Encoding Categorical Variables

Categorical or qualitative variables are often non-numeric and must be encoded to be used in learning.

Table of contents
  1. One-Hot Encoding
    1. Dummy Variable Trap
  2. Dummy Encoding
    1. Baseline
    2. Interpretation of Dummy Coefficients
    3. Testing for Significance

One-Hot Encoding

For a qualitative variable with $k$ groups, one-hot encoding introduces $k$ new binary variables.

For example, consider a variable $X$ with three groups: A, B, and C.

One-Hot Encoding

Dummy Variable Trap

There is one issue with one-hot encoding: the dummy variable trap.

If you look at the encoding, you can see that the third variable is redundant:

Dummy Variable Trap

Because we could easily infer C by the encoding of A and B alone: 00.

This is a problem because now we have multicollinearity between our features.

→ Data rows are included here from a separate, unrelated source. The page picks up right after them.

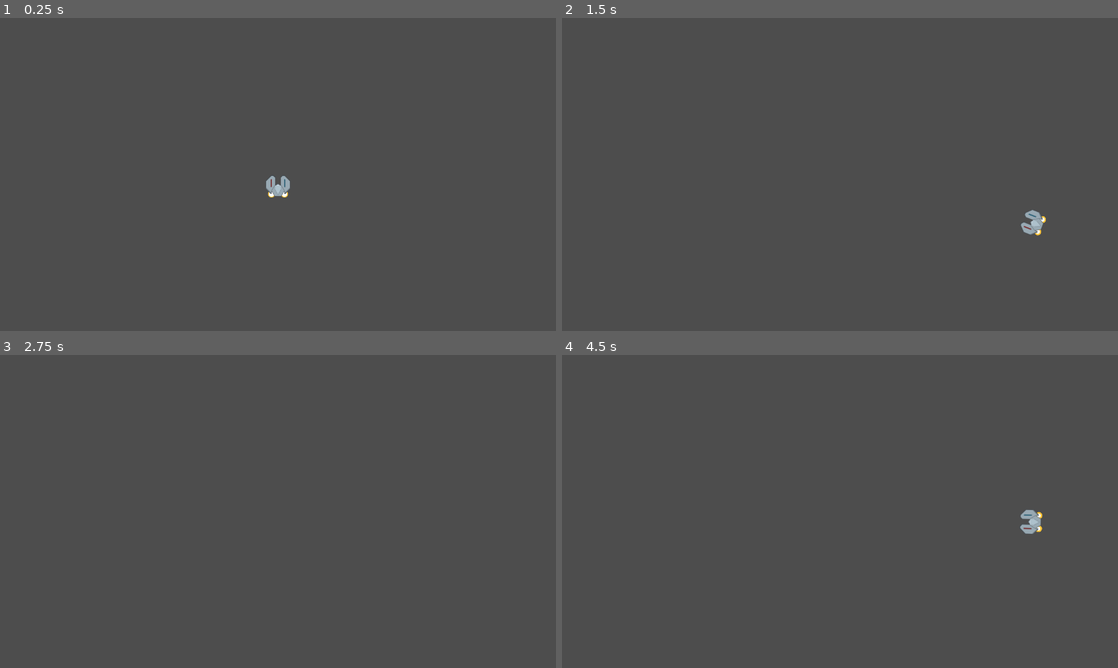
Above: before the commit, frames 1-4 (two rows, left to right).
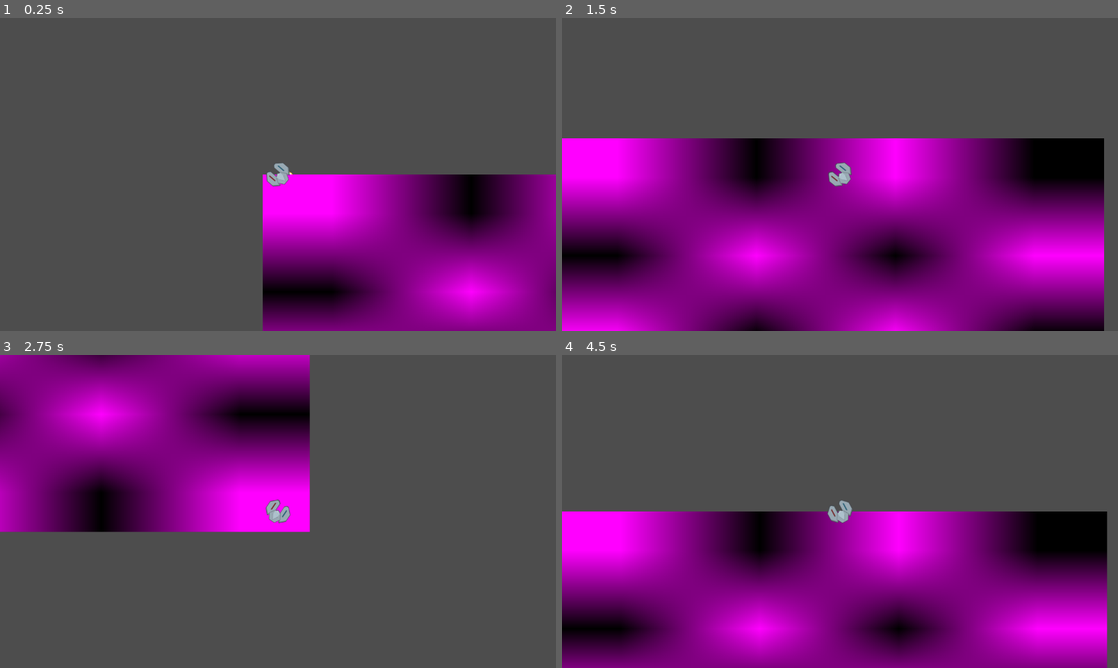
Above: after the commit, the same moments.

Repository: Koronato/RTS-12th
Game: Godot game, scene res://scenes/world/world.tscn
Two runs of this game, one before a commit and one after it. Both use one fixed random seed, a clock stepped at 60 frames per second and the inputs below. The project has no main scene, so this scene is started directly.
Inputs (mouse positions are in pixels of both pictures, inside the frame that each line leads up to):
- Up to frame 1 (0.25 s): no input
- Up to frame 2 (1.5 s): tap Enter at 0.5 s; move the mouse to (962, 158) at 0.52 s; hold D (player_right) 0.53-1.28 s; move the mouse to (728, 190) at 1.27 s; hold S (player_back) from 1.28 s (still down)
- Up to frame 3 (2.75 s): move the mouse to (333, 442) at 2.02 s; release S (player_back) at 2.03 s; hold D (player_right) from 2.03 s (still down)
- Up to frame 4 (4.5 s): move the mouse to (812, 574) at 2.77 s; release D (player_right) at 2.78 s; hold W (player_forward) 2.78-3.53 s; move the mouse to (1006, 558) at 3.52 s; hold A (player_left) from 3.53 s (still down); move the mouse to (673, 464) at 4.27 s

The runs differ from the first frame. In frame 1, 26% of the frame differs, in the area x 47-100%, y 46-100%; in frame 2, 60%, in the area x 0-98%, y 38-100%; in frame 3, 32%; in frame 4, 49%.

Commit message:
给玩家上物理

Diff:
--- a/scenes/world/world.tscn
+++ b/scenes/world/world.tscn
@@ -1,8 +1,34 @@
 [gd_scene format=3 uid="uid://525sleynswan"]
 
 [ext_resource type="PackedScene" uid="uid://ci0ccqxdtos2s" path="res://units/player/player.tscn" id="1_dphjl"]
+[ext_resource type="Script" uid="uid://bwwq8arm1f8mg" path="res://scripts/world/WorldGen.gd" id="1_sl2e5"]
+
+[sub_resource type="NoiseTexture2D" id="NoiseTexture2D_fajd5"]
+
+[sub_resource type="WorldBoundaryShape2D" id="WorldBoundaryShape2D_fajd5"]
 
 [node name="World" type="Node2D" unique_id=1012830368]
 
-[node name="Node2D" parent="." unique_id=1587485361 instance=ExtResource("1_dphjl")]
-position = Vector2(640, 384)
+[node name="WorldGenerator" type="Node" parent="." unique_id=1133837162]
+unique_name_in_owner = true
+script = ExtResource("1_sl2e5")
+metadata/_custom_type_script = "uid://bwwq8arm1f8mg"
+
+[node name="background" type="TextureRect" parent="." unique_id=1668544873]
+offset_right = 1280.0
+offset_bottom = 720.0
+texture = SubResource("NoiseTexture2D_fajd5")
+
+[node name="player" parent="." unique_id=1587485361 node_paths=PackedStringArray("camera") instance=ExtResource("1_dphjl")]
+unique_name_in_owner = true
+camera = NodePath("PlayerCamera")
+
+[node name="PlayerCamera" type="Camera2D" parent="player" unique_id=1939516820]
+unique_name_in_owner = true
+
+[node name="StaticBody2D" type="StaticBody2D" parent="." unique_id=444638797]
+rotation = 1.5707964
+
+[node name="CollisionShape2D" type="CollisionShape2D" parent="StaticBody2D" unique_id=1595349387]
+position = Vector2(152, -7.6293945e-06)
+shape = SubResource("WorldBoundaryShape2D_fajd5")
--- a/units/player/player.gd
+++ b/units/player/player.gd
@@ -1,7 +1,9 @@
-extends Sprite2D
+extends CharacterBody2D
 
-@export var MaxSpeed : float = 10
+@export var speed : float = 100
+@export var MaxSpeed : float = 1200
 @export var friction : float = 0.9
+@export var camera : Camera2D
 
 var ix : float = 0.0
 var iy : float = 0.0
@@ -11,13 +13,13 @@
 	#---玩家移动---#
 	#判定输入
 	if Input.is_action_pressed("player_forward"):
-		iy -= 2
+		iy -= speed
 	if Input.is_action_pressed("player_back"):
-		iy += 2
+		iy += speed
 	if Input.is_action_pressed("player_right"):
-		ix += 2
+		ix += speed
 	if Input.is_action_pressed("player_left"):
-		ix -= 2
+		ix -= speed
 	#限制范围
 	ix = clampf(ix,-1*MaxSpeed,MaxSpeed)
 	iy = clampf(iy,-1*MaxSpeed,MaxSpeed)
@@ -30,9 +32,18 @@
 	if iy < 0.001 and iy > -0.001:
 		iy = 0
 	#加上
-	self.position += Vector2(ix,iy)
+	self.velocity = Vector2(ix,iy)
+	move_and_slide()
 
 	#---方向判断---
-	var mouse_point = get_viewport().get_mouse_position()
-	var face_r = (mouse_point - self.global_position).angle() + PI/2
-	self.global_rotation = lerp_angle(self.global_rotation,face_r,0.1)
+	var face_r : float = 0
+	if camera: #当有camera时
+		if get_viewport().get_visible_rect().has_point(get_viewport().get_mouse_position()):
+			var mouse_point = camera.get_global_mouse_position()
+			face_r = (mouse_point - self.global_position).angle() + PI/2
+			self.global_rotation = lerp_angle(self.global_rotation,face_r,0.1)
+	else:     #无camera时
+		if get_viewport().get_visible_rect().has_point(get_viewport().get_mouse_position()):
+			var mouse_point = get_viewport().get_mouse_position()
+			face_r = (mouse_point - self.global_position).angle() + PI/2
+			self.global_rotation = lerp_angle(self.global_rotation,face_r,0.1)
--- a/units/player/player.tscn
+++ b/units/player/player.tscn
@@ -4,9 +4,15 @@
 [ext_resource type="Script" uid="uid://bg45ncwnn2amb" path="res://units/player/player.gd" id="2_6aur8"]
 [ext_resource type="PackedScene" uid="uid://bwm0skyuaehbc" path="res://units/public/fire_common/fire_common.tscn" id="2_wvplw"]
 
-[node name="Node2D" type="Sprite2D" unique_id=1587485361]
+[sub_resource type="CircleShape2D" id="CircleShape2D_fajd5"]
+radius = 35.057095
+
+[node name="Node2D" type="CharacterBody2D" unique_id=306415305]
+motion_mode = 1
+script = ExtResource("2_6aur8")
+
+[node name="body" type="Sprite2D" parent="." unique_id=963731507]
 texture = ExtResource("1_ylfgq")
-script = ExtResource("2_6aur8")
 
 [node name="fire_r" parent="." unique_id=1787141429 instance=ExtResource("2_wvplw")]
 z_index = -1
@@ -17,3 +23,6 @@
 z_index = -1
 position = Vector2(-15, 21)
 scale = Vector2(0.25, 0.25)
+
+[node name="CollisionShape2D" type="CollisionShape2D" parent="." unique_id=1793054805]
+shape = SubResource("CircleShape2D_fajd5")

Most one-hot encoding will have a parameter to automatically drop one of the dummy variables.


Dummy Encoding

Dummy encoding introduces one less binary variable than one-hot encoding, i.e., $k-1$ new binary variables.

Dummy Encoding

Each dummy represents

  • $A \lor \neg A$
  • $B \lor \neg B$,

and $\neg A \land \neg B \implies C$.

This avoids the dummy variable trap.

Baseline

With dummy encoding, one group is chosen as the baseline (in our example, C).

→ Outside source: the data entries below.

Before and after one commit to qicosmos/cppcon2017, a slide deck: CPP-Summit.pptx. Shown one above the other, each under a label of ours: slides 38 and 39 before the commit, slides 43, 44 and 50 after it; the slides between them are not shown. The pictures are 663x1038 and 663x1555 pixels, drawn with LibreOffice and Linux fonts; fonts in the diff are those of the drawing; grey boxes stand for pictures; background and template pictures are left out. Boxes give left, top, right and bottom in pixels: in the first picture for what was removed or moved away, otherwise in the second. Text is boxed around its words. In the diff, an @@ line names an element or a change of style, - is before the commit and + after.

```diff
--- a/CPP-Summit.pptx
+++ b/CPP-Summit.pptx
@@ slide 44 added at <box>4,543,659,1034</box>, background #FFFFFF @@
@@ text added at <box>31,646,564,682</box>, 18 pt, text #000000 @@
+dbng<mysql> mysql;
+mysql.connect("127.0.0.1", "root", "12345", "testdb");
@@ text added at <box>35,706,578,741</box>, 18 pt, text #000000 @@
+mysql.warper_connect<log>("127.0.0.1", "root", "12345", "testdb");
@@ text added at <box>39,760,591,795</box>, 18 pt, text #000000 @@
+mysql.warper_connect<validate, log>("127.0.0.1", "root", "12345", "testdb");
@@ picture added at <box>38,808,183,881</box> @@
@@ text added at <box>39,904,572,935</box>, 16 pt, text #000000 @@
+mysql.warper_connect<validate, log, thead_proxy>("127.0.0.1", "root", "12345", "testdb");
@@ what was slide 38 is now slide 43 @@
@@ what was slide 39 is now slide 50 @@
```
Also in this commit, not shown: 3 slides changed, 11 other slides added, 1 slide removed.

Say $X_1: A \lor \neg A$ and $X_2: B \lor \neg B$.

In simple linear regression:

\[Y = \beta_0 + \beta_1 X_1 + \beta_2 X_2 + \epsilon\]

When the categorial variable is $C$ ($X_1 = 0$ and $X_2 = 0$),

\[Y = \beta_0 + \epsilon\]

We are left with the baseline model.

Interpretation of Dummy Coefficients

In linear regression, the coefficients $\beta_i$ of quantitative variables are interpreted as such:

The average effect on $Y$ of a one-unit increase in $X_i$.

But how do we interpret the coefficients of dummy variables?

The effect is in comparison to the baseline.

So in our example above:

\[Y = \beta_0 + \beta_1 X_1 + \beta_2 X_2 + \epsilon\]

where $X_1$ and $X_2$ are binary dummy variables for A and B, respectively:

  • $\beta_0$ is the expected $Y$ when $X_1 = 0$ and $X_2 = 0$ (C)
  • $\beta_1$ is the average effect on $Y$ when $X_1 = 1$ (A) compared to C
  • $\beta_2$ is the average effect on $Y$ when $X_2 = 1$ (B) compared to C

It does not give you comparison between the effects of A and B.

Testing for Significance

After estimating $\beta_i$, we want to test whether each group is significantly different from the baseline.

Calculate the $t$-statistic for each $\beta_i$ as such:

$$ t = \frac{\hat{\beta}_i}{\text{SE}(\hat{\beta}_i)} $$

Remember that we are comparing each group to the baseline (is there a difference between A and C? B and C?).
You cannot compare the significance of arbitrary $\hat{\beta}_i$ and $\hat{\beta}_j$. For this, you must do a pairwise estimation for all groups.